Task to carry out >>
Look through the records below, and copy out every line that holds the string "screen".

Entries shown >>
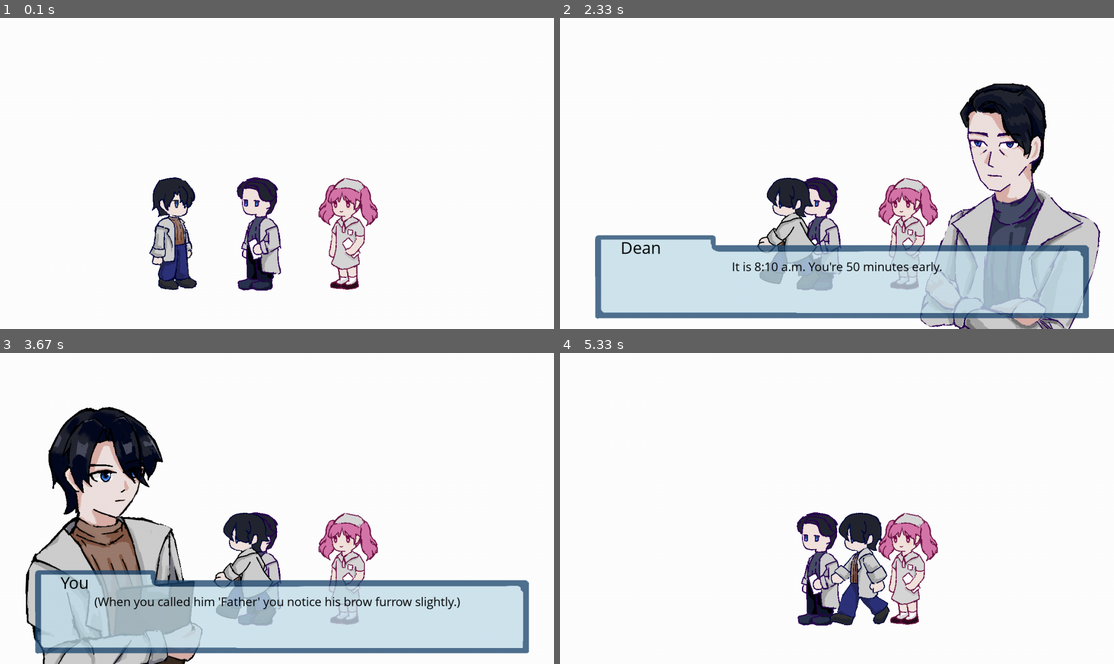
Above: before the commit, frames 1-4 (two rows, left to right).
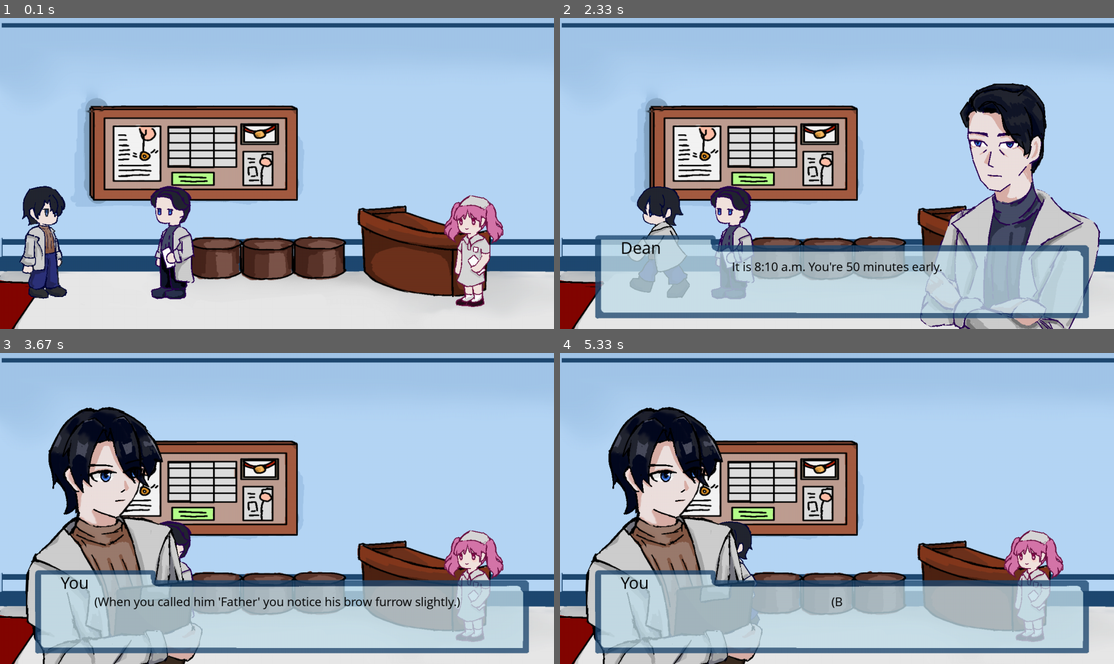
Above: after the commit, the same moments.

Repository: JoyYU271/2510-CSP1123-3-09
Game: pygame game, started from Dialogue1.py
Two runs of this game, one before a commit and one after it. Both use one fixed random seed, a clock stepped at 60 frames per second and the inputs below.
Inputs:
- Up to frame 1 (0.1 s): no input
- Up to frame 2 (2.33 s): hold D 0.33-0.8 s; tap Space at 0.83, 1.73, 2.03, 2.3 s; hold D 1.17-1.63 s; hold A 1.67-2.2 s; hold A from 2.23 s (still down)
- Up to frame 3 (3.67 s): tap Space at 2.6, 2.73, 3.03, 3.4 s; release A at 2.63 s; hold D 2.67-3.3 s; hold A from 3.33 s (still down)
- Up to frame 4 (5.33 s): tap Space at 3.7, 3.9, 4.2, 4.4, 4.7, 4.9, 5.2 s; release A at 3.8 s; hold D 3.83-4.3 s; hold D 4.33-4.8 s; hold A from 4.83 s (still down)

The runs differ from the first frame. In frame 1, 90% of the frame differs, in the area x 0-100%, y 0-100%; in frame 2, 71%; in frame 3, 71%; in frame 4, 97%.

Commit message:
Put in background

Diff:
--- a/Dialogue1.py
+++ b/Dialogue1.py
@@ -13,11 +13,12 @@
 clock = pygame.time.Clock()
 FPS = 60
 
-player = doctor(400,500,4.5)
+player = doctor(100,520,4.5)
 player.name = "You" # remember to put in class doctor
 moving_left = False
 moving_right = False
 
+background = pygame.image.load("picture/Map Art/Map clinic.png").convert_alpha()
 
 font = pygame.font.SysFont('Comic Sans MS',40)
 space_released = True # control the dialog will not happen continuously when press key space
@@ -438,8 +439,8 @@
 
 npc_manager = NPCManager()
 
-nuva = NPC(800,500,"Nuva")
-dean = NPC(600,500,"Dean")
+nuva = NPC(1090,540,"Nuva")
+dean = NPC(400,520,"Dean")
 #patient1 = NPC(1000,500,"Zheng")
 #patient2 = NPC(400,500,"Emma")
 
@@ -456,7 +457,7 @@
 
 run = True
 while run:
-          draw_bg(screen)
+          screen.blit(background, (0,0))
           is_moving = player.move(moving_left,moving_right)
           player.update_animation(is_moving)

---

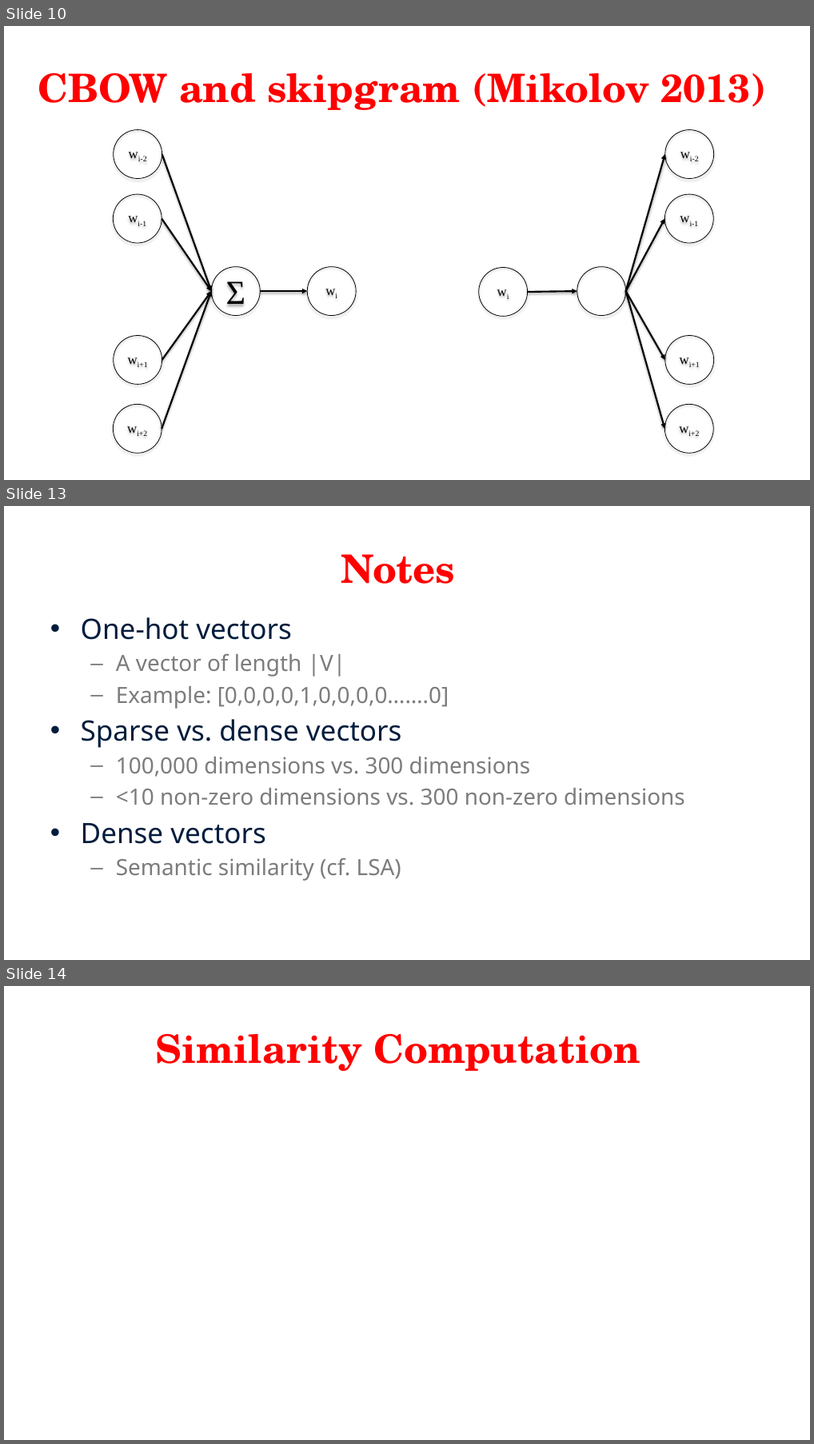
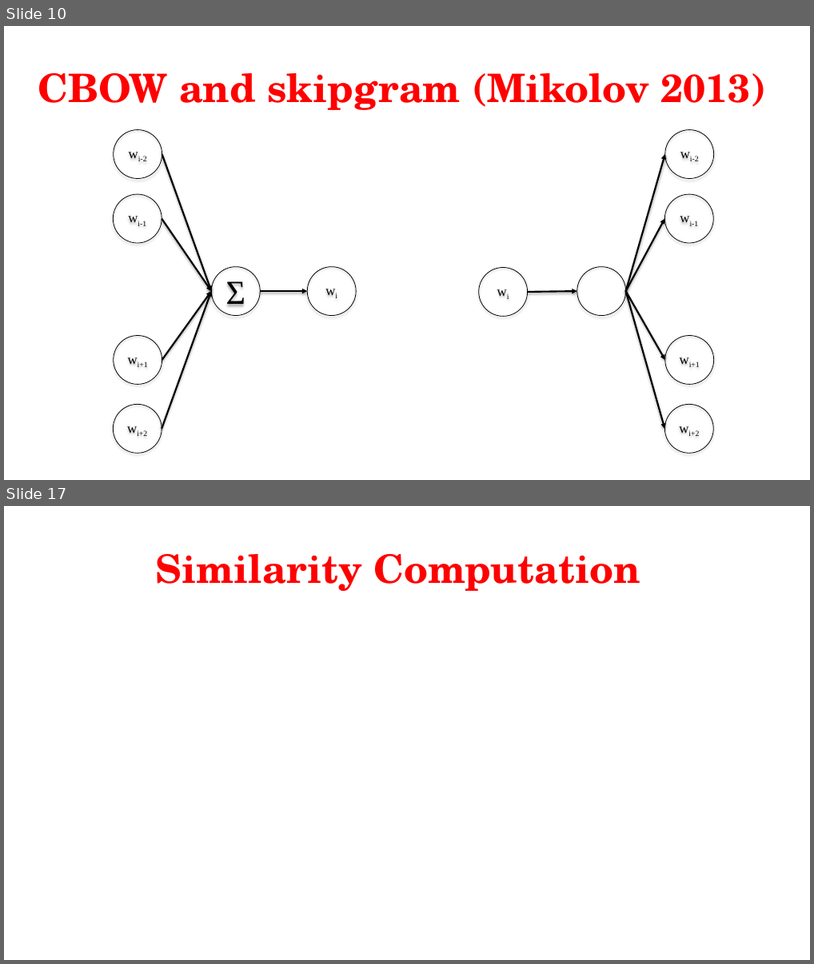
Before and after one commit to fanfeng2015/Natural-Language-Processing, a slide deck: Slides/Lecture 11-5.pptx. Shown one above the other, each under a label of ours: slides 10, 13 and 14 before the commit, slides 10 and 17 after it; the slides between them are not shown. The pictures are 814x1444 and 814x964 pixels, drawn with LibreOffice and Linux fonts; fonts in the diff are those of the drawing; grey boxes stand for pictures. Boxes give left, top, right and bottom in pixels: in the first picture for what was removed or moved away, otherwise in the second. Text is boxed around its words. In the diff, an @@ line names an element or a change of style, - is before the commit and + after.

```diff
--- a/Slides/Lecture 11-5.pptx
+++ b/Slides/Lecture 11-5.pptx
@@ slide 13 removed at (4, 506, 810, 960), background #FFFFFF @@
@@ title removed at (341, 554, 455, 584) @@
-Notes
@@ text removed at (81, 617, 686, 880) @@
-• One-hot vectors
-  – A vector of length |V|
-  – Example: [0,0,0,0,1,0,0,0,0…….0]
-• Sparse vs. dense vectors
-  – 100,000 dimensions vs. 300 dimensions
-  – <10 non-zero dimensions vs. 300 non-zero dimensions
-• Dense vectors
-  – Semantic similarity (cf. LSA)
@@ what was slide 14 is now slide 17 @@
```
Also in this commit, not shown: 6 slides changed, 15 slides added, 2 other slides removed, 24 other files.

Answer to this problem >>
-          draw_bg(screen)
+          screen.blit(background, (0,0))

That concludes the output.